TASK TO CARRY OUT → In every line of the records, look for "before", then report how many lines have it and nothing else.

Saved data entries:
=== Begin Enclosure ===

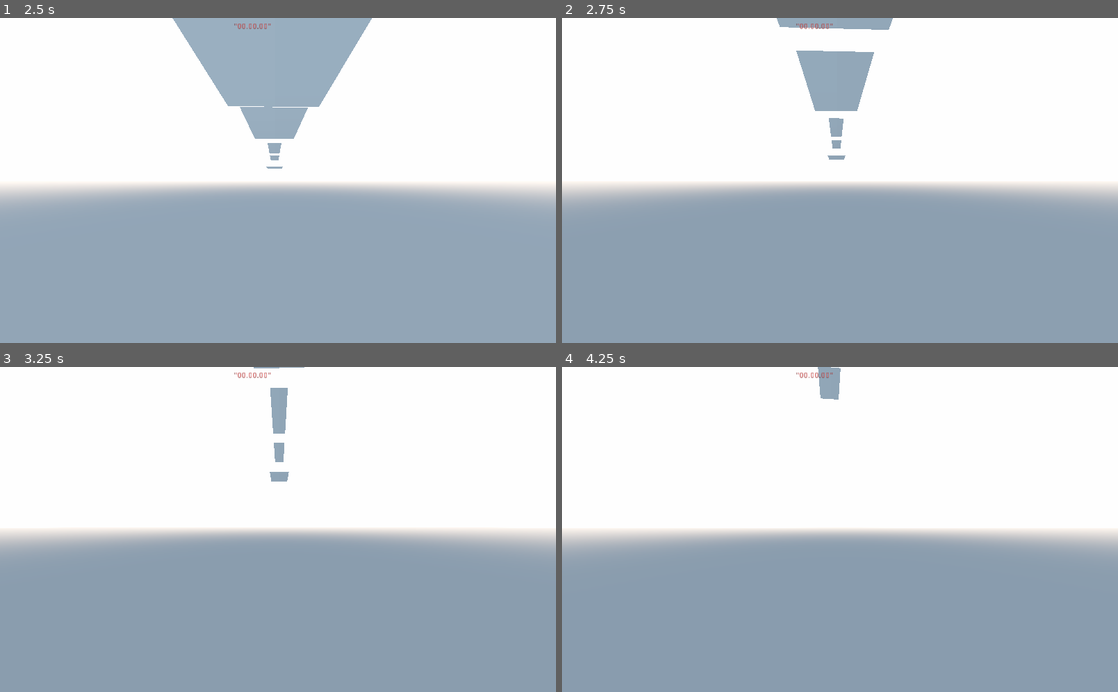
Above: before the commit, frames 1-4 (two rows, left to right).
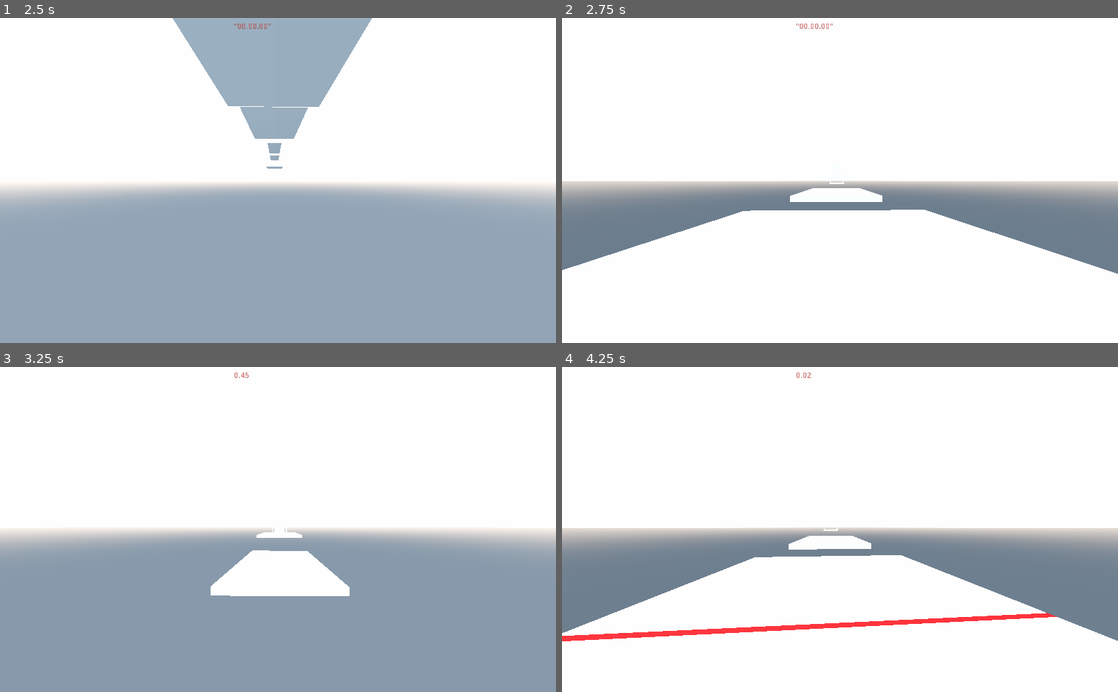
Above: after the commit, the same moments.

Repository: Orrickl/Godot3dgame2024
Game: Godot game, scene res://Level.tscn
Two runs of this game, one before a commit and one after it. Both use one fixed random seed, a clock stepped at 60 frames per second and the inputs below.
Inputs (mouse positions are in pixels of both pictures, inside the frame that each line leads up to):
- Up to frame 1 (2.5 s): move the mouse to (305, 180) at 0.52 s; hold W (forward) from 0.53 s (still down); tap Space (jump) at 0.6, 0.77, 1.07, 1.35, 1.52, 1.82, 2.1 s; move the mouse to (250, 180) at 1.27 s; move the mouse to (289, 174) at 2.02 s
- Up to frame 2 (2.75 s): keep holding W (forward)
- Up to frame 3 (3.25 s): keep holding W (forward); move the mouse to (272, 536) at 2.77 s; tap Space (jump) at 2.85, 3.02 s
- Up to frame 4 (4.25 s): keep holding W (forward); tap Space (jump) at 3.32, 3.6, 3.77, 4.07 s; move the mouse to (878, 532) at 3.52 s; tap R (reset, bound only after the commit) at 4.15 s

Frame 1 is identical in both runs. In frame 2, 53% of the frame differs, in the area x 0-100%, y 0-100%; in frame 3, 3.5%; in frame 4, 51%.

Commit message:
BETTER KEYBINDS + KILLZONE

Diff:
--- a/Level.tscn
+++ b/Level.tscn
@@ -50,6 +50,8 @@
 auto_exposure_enabled = true
 ss_reflections_enabled = true
 
+[sub_resource type="BoxShape" id=21]
+
 [node name="Level" type="Spatial"]
 
 [node name="player" type="KinematicBody" parent="."]
@@ -82,6 +84,9 @@
 fov = 100.0
 far = 2222.0
 
+[node name="Start" type="Position3D" parent="player"]
+transform = Transform( -4.37114e-08, 0, 1, 0, 1, 0, -1, 0, -4.37114e-08, -3.67415e-07, -6.23266, -8.40547 )
+
 [node name="start platform" type="StaticBody" parent="."]
 transform = Transform( 1.5, 0, 0, 0, 1, 0, 0, 0, 1, 14.555, -1, 0 )
 
@@ -93,7 +98,16 @@
 mesh = SubResource( 4 )
 material/0 = SubResource( 16 )
 
-[node name="Label" type="Label" parent="."]
+[node name="start_line" type="StaticBody" parent="start platform"]
+transform = Transform( 0.133333, 0, 0, 0, 0.001, 0, 0, 0, 15, 1.67733, 1, 0 )
+
+[node name="start_line_collision" type="CollisionShape" parent="start platform/start_line"]
+shape = SubResource( 7 )
+
+[node name="start_line_mesh" type="MeshInstance" parent="start platform/start_line"]
+mesh = SubResource( 9 )
+
+[node name="timer" type="Label" parent="."]
 margin_left = 431.0
 margin_top = 9.0
 margin_right = 499.0
@@ -102,15 +116,6 @@
 text = "\"00.00.00\""
 script = ExtResource( 1 )
 
-[node name="start_line" type="StaticBody" parent="."]
-transform = Transform( 0.2, 0, 0, 0, 0.001, 0, 0, 0, 15, 17.071, 0, 0 )
-
-[node name="start_line_collision" type="CollisionShape" parent="start_line"]
-shape = SubResource( 7 )
-
-[node name="start_line_mesh" type="MeshInstance" parent="start_line"]
-mesh = SubResource( 9 )
-
 [node name="Start" type="Area" parent="."]
 transform = Transform( 1, 0, 0, 0, 1, 0, 0, 0, 1, 17.0752, 8.18452, 0 )
 
@@ -193,7 +198,7 @@
 transform = Transform( 1, 0, 0, 0, 1, 0, 0, 0, 1, -82, 0, 0 )
 
 [node name="Finish" type="Area" parent="Fin"]
-transform = Transform( 1, 0, 0, 0, 1, 0, 0, 0, 1, 393.698, 2.46735, 0 )
+transform = Transform( 1, 0, 0, 0, 1, 0, 0, 0, 1, 393.698, 9.44165, 0 )
 
 [node name="CollisionShape" type="CollisionShape" parent="Fin/Finish"]
 transform = Transform( 1, 0, 0, 0, 1, 0, 0, 0, 1, -0.015686, 0.405303, 0 )
@@ -248,5 +253,15 @@
 [node name="WorldEnvironment" type="WorldEnvironment" parent="."]
 environment = SubResource( 18 )
 
-[connection signal="body_entered" from="Start" to="Label" method="_on_Start_body_entered"]
-[connection signal="body_entered" from="Fin/Finish" to="Label" method="_on_Finish_body_entered"]
+[node name="Killbox" type="Area" parent="."]
+transform = Transform( 1, 0, 0, 0, 1, 0, 0, 0, 1, 0, -28.0305, 0 )
+
+[node name="CollisionShape" type="CollisionShape" parent="Killbox"]
+transform = Transform( 400, 0, 0, 0, 1, 0, 0, 0, 100, 201.22, -0.41362, -5.4954 )
+shape = SubResource( 21 )
+
+[connection signal="body_entered" from="Start" to="timer" method="_on_Start_body_entered"]
+[connection signal="body_entered" from="Fin/Finish" to="timer" method="_on_Finish_body_entered"]
+[connection signal="body_shape_exited" from="Fin/Finish" to="player" method="_on_Finish_body_shape_exited"]
+[connection signal="body_entered" from="Killbox" to="player" method="_on_Area_body_entered"]
+[connection signal="body_entered" from="Killbox" to="timer" method="_on_Area_body_entered"]
--- a/Player.gd
+++ b/Player.gd
@@ -4,40 +4,55 @@
 # Declare member variables here. Examples:
 # var a = 2
 # var b = "text"
+
+export var jump_strength := 30.0
 export var speed := 30
-export var jump_strength := 30.0
 export var gravity := 50.0
 
+var playstate := 1
 var _velocity := Vector3.ZERO
 var _snap_vector := Vector3.DOWN
 
 onready var _spring_arm: SpringArm = $SpringArm
 onready var _model: Spatial = $PlayerShape
+onready var _starting_position = $Start.global_translation
+
 
 func _physics_process(delta: float) -> void:
-	var move_direction := Vector3.ZERO
-	move_direction.x = Input.get_action_strength("right") - Input.get_action_strength("left")
-	move_direction.z = Input.get_action_strength("back") - Input.get_action_strength("forward")
-	move_direction = move_direction.rotated(Vector3.UP, _spring_arm.rotation.y)
+	if(playstate==1):
+		var move_direction := Vector3.ZERO
+		move_direction.x = Input.get_action_strength("right") - Input.get_action_strength("left")
+		move_direction.z = Input.get_action_strength("back") - Input.get_action_strength("forward")
+		move_direction = move_direction.rotated(Vector3.UP, _spring_arm.rotation.y)
 
-	_velocity.x = move_direction.x * speed
-	_velocity.z = move_direction.z * speed
+		_velocity.x = move_direction.x * speed
+		_velocity.z = move_direction.z * speed
 
-	_velocity.y -= gravity * delta
+		_velocity.y -= gravity * delta
 
+		var just_landed := is_on_floor() and _snap_vector == Vector3.ZERO
+		var is_jumping := is_on_floor() and Input.is_action_just_pressed("jump")
+		if is_jumping:
+			_velocity.y = jump_strength
+			_snap_vector = Vector3.ZERO
+		elif just_landed:
+			_snap_vector = Vector3.DOWN
+		_velocity = move_and_slide_with_snap(_velocity, _snap_vector, Vector3.UP, true)
 
-	var just_landed := is_on_floor() and _snap_vector == Vector3.ZERO
-	var is_jumping := is_on_floor() and Input.is_action_just_pressed("jump")
-	if is_jumping:
-		_velocity.y = jump_strength
-		_snap_vector = Vector3.ZERO
-	elif just_landed:
-		_snap_vector = Vector3.DOWN
-	_velocity = move_and_slide_with_snap(_velocity, _snap_vector, Vector3.UP, true)
+		if _velocity.length() > 0.2:
+			var look_direction = Vector2(_velocity.z, _velocity.x)
+			_model.rotation.y = look_direction.angle()
 
-	if _velocity.length() > 0.2:
-		var look_direction = Vector2(_velocity.z, _velocity.x)
-		_model.rotation.y = look_direction.angle()
+		if(Input.get_action_strength("reset")!=0):
+			global_translation = _starting_position
 
 func _process(_delta: float) -> void:
 	_spring_arm.translation = translation
+
+func _on_Area_body_entered(body):
+	global_translation = _starting_position
+
+
+
+func _on_Finish_body_shape_exited(body_rid, body, body_shape_index, local_shape_index):
+	playstate = 0
--- a/project.godot
+++ b/project.godot
@@ -45,6 +45,11 @@
 "events": [ Object(InputEventKey,"resource_local_to_scene":false,"resource_name":"","device":0,"alt":false,"shift":false,"control":false,"meta":false,"command":false,"pressed":false,"scancode":0,"physical_scancode":83,"unicode":0,"echo":false,"script":null)
  ]
 }
+reset={
+"deadzone": 0.5,
+"events": [ Object(InputEventKey,"resource_local_to_scene":false,"resource_name":"","device":0,"alt":false,"shift":false,"control":false,"meta":false,"command":false,"pressed":false,"scancode":0,"physical_scancode":82,"unicode":0,"echo":false,"script":null)
+ ]
+}
 
 [physics]
 
--- a/timer.gd
+++ b/timer.gd
@@ -3,18 +3,23 @@
 var time = 0
 var timer_on = false
 
+
+
 func _process(delta):
 	if(timer_on):
 		time += delta
 		text = var2str(round(time*100)/100)
-		print("hi")
-	 #if(not timer_on):
-
+	if(Input.get_action_strength("reset")!=0):
+		time = 0
 
 func _on_Start_body_entered(_body):
 	timer_on = true
 
 
-
 func _on_Finish_body_entered(_body):
 	timer_on = false
+
+
+
+func _on_Area_body_entered(body):
+	timer_on = false
Not shown: 1 places in Level.tscn that only renumber resources

=== End Enclosure ===

ANSWER TO THE EXERCISE → 2